_WORK TO BE COMPLETED:_
Retype the records exactly.

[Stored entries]
_ _ _ _ _ _ _

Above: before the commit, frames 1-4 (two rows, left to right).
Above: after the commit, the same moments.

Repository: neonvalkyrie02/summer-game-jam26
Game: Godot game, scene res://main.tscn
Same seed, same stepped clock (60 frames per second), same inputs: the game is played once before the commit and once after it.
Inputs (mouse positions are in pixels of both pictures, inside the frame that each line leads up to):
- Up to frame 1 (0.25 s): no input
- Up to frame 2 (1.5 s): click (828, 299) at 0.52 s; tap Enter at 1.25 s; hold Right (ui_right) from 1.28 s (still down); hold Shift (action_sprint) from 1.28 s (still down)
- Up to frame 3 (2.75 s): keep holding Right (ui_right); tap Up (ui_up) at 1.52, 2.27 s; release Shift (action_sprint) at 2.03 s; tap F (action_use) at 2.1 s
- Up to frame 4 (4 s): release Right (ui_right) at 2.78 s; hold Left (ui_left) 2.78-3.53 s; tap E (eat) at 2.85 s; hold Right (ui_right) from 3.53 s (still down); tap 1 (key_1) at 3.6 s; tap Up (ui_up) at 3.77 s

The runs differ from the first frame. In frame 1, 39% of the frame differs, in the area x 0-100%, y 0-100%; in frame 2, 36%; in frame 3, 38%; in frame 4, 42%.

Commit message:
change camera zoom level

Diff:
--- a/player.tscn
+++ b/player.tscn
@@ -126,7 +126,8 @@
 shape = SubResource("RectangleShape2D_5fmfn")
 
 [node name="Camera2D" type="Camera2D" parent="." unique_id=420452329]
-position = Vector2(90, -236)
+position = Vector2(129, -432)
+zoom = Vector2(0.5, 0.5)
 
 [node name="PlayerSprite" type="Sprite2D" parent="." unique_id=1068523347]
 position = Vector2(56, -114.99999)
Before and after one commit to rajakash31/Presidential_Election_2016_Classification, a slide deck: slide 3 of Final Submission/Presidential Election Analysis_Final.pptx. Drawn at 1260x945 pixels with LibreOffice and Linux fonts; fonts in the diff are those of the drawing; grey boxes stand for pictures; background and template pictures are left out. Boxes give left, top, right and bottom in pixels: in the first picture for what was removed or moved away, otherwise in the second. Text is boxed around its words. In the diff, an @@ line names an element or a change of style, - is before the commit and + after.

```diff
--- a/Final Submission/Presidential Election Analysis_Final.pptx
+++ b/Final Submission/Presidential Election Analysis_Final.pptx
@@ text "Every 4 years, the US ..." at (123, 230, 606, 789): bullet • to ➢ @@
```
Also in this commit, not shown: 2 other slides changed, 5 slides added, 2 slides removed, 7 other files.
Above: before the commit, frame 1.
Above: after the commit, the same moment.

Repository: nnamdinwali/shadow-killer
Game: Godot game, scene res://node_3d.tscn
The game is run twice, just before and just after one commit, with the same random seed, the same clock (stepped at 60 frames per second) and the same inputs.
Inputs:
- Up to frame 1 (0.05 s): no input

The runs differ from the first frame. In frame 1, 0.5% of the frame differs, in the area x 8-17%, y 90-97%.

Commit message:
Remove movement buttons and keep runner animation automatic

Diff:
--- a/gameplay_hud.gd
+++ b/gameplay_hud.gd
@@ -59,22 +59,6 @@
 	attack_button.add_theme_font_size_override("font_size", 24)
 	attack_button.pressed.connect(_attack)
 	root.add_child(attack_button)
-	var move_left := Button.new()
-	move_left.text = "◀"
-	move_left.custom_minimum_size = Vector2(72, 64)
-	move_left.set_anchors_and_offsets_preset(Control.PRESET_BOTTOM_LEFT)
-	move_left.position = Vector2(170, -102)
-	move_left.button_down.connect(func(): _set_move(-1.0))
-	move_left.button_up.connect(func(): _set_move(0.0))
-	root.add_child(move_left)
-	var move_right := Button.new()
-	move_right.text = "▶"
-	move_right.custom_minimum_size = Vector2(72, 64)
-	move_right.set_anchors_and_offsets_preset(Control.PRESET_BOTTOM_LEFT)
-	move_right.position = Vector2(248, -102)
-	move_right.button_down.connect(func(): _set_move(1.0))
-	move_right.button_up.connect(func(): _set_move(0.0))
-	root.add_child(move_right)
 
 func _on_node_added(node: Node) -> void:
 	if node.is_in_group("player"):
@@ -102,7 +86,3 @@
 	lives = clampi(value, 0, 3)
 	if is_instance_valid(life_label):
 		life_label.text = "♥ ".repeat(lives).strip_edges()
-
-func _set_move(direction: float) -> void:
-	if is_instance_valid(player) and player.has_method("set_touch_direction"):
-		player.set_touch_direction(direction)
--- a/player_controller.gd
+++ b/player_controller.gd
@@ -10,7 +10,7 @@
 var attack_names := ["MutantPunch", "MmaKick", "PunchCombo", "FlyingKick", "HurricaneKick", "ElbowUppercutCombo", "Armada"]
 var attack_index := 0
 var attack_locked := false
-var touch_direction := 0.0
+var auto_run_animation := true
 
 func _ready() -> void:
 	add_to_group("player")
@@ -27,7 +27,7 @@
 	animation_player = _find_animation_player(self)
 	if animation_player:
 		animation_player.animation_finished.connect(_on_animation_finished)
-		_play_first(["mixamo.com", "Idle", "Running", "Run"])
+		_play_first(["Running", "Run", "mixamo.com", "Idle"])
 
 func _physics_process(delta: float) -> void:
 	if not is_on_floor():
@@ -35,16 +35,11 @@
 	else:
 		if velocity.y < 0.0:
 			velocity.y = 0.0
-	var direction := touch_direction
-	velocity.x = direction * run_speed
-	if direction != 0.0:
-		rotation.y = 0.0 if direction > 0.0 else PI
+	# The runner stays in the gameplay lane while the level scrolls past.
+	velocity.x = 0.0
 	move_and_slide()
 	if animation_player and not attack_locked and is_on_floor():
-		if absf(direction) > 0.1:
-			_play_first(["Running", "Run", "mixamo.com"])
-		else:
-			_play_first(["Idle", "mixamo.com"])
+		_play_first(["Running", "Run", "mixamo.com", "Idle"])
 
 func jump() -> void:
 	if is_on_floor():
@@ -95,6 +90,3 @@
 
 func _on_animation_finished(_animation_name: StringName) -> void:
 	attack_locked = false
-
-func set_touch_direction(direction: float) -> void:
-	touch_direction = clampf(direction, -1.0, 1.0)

_ _ _ _ _ _ _

_EXERCISE RESPONSE:_
Above: before the commit, frames 1-4 (two rows, left to right).
Above: after the commit, the same moments.

Repository: neonvalkyrie02/summer-game-jam26
Game: Godot game, scene res://main.tscn
Same seed, same stepped clock (60 frames per second), same inputs: the game is played once before the commit and once after it.
Inputs (mouse positions are in pixels of both pictures, inside the frame that each line leads up to):
- Up to frame 1 (0.25 s): no input
- Up to frame 2 (1.5 s): click (828, 299) at 0.52 s; tap Enter at 1.25 s; hold Right (ui_right) from 1.28 s (still down); hold Shift (action_sprint) from 1.28 s (still down)
- Up to frame 3 (2.75 s): keep holding Right (ui_right); tap Up (ui_up) at 1.52, 2.27 s; release Shift (action_sprint) at 2.03 s; tap F (action_use) at 2.1 s
- Up to frame 4 (4 s): release Right (ui_right) at 2.78 s; hold Left (ui_left) 2.78-3.53 s; tap E (eat) at 2.85 s; hold Right (ui_right) from 3.53 s (still down); tap 1 (key_1) at 3.6 s; tap Up (ui_up) at 3.77 s

The runs differ from the first frame. In frame 1, 39% of the frame differs, in the area x 0-100%, y 0-100%; in frame 2, 36%; in frame 3, 38%; in frame 4, 42%.

Commit message:
change camera zoom level

Diff:
--- a/player.tscn
+++ b/player.tscn
@@ -126,7 +126,8 @@
 shape = SubResource("RectangleShape2D_5fmfn")
 
 [node name="Camera2D" type="Camera2D" parent="." unique_id=420452329]
-position = Vector2(90, -236)
+position = Vector2(129, -432)
+zoom = Vector2(0.5, 0.5)
 
 [node name="PlayerSprite" type="Sprite2D" parent="." unique_id=1068523347]
 position = Vector2(56, -114.99999)
Before and after one commit to rajakash31/Presidential_Election_2016_Classification, a slide deck: slide 3 of Final Submission/Presidential Election Analysis_Final.pptx. Drawn at 1260x945 pixels with LibreOffice and Linux fonts; fonts in the diff are those of the drawing; grey boxes stand for pictures; background and template pictures are left out. Boxes give left, top, right and bottom in pixels: in the first picture for what was removed or moved away, otherwise in the second. Text is boxed around its words. In the diff, an @@ line names an element or a change of style, - is before the commit and + after.

```diff
--- a/Final Submission/Presidential Election Analysis_Final.pptx
+++ b/Final Submission/Presidential Election Analysis_Final.pptx
@@ text "Every 4 years, the US ..." at (123, 230, 606, 789): bullet • to ➢ @@
```
Also in this commit, not shown: 2 other slides changed, 5 slides added, 2 slides removed, 7 other files.
Above: before the commit, frame 1.
Above: after the commit, the same moment.

Repository: nnamdinwali/shadow-killer
Game: Godot game, scene res://node_3d.tscn
The game is run twice, just before and just after one commit, with the same random seed, the same clock (stepped at 60 frames per second) and the same inputs.
Inputs:
- Up to frame 1 (0.05 s): no input

The runs differ from the first frame. In frame 1, 0.5% of the frame differs, in the area x 8-17%, y 90-97%.

Commit message:
Remove movement buttons and keep runner animation automatic

Diff:
--- a/gameplay_hud.gd
+++ b/gameplay_hud.gd
@@ -59,22 +59,6 @@
 	attack_button.add_theme_font_size_override("font_size", 24)
 	attack_button.pressed.connect(_attack)
 	root.add_child(attack_button)
-	var move_left := Button.new()
-	move_left.text = "◀"
-	move_left.custom_minimum_size = Vector2(72, 64)
-	move_left.set_anchors_and_offsets_preset(Control.PRESET_BOTTOM_LEFT)
-	move_left.position = Vector2(170, -102)
-	move_left.button_down.connect(func(): _set_move(-1.0))
-	move_left.button_up.connect(func(): _set_move(0.0))
-	root.add_child(move_left)
-	var move_right := Button.new()
-	move_right.text = "▶"
-	move_right.custom_minimum_size = Vector2(72, 64)
-	move_right.set_anchors_and_offsets_preset(Control.PRESET_BOTTOM_LEFT)
-	move_right.position = Vector2(248, -102)
-	move_right.button_down.connect(func(): _set_move(1.0))
-	move_right.button_up.connect(func(): _set_move(0.0))
-	root.add_child(move_right)
 
 func _on_node_added(node: Node) -> void:
 	if node.is_in_group("player"):
@@ -102,7 +86,3 @@
 	lives = clampi(value, 0, 3)
 	if is_instance_valid(life_label):
 		life_label.text = "♥ ".repeat(lives).strip_edges()
-
-func _set_move(direction: float) -> void:
-	if is_instance_valid(player) and player.has_method("set_touch_direction"):
-		player.set_touch_direction(direction)
--- a/player_controller.gd
+++ b/player_controller.gd
@@ -10,7 +10,7 @@
 var attack_names := ["MutantPunch", "MmaKick", "PunchCombo", "FlyingKick", "HurricaneKick", "ElbowUppercutCombo", "Armada"]
 var attack_index := 0
 var attack_locked := false
-var touch_direction := 0.0
+var auto_run_animation := true
 
 func _ready() -> void:
 	add_to_group("player")
@@ -27,7 +27,7 @@
 	animation_player = _find_animation_player(self)
 	if animation_player:
 		animation_player.animation_finished.connect(_on_animation_finished)
-		_play_first(["mixamo.com", "Idle", "Running", "Run"])
+		_play_first(["Running", "Run", "mixamo.com", "Idle"])
 
 func _physics_process(delta: float) -> void:
 	if not is_on_floor():
@@ -35,16 +35,11 @@
 	else:
 		if velocity.y < 0.0:
 			velocity.y = 0.0
-	var direction := touch_direction
-	velocity.x = direction * run_speed
-	if direction != 0.0:
-		rotation.y = 0.0 if direction > 0.0 else PI
+	# The runner stays in the gameplay lane while the level scrolls past.
+	velocity.x = 0.0
 	move_and_slide()
 	if animation_player and not attack_locked and is_on_floor():
-		if absf(direction) > 0.1:
-			_play_first(["Running", "Run", "mixamo.com"])
-		else:
-			_play_first(["Idle", "mixamo.com"])
+		_play_first(["Running", "Run", "mixamo.com", "Idle"])
 
 func jump() -> void:
 	if is_on_floor():
@@ -95,6 +90,3 @@
 
 func _on_animation_finished(_animation_name: StringName) -> void:
 	attack_locked = false
-
-func set_touch_direction(direction: float) -> void:
-	touch_direction = clampf(direction, -1.0, 1.0)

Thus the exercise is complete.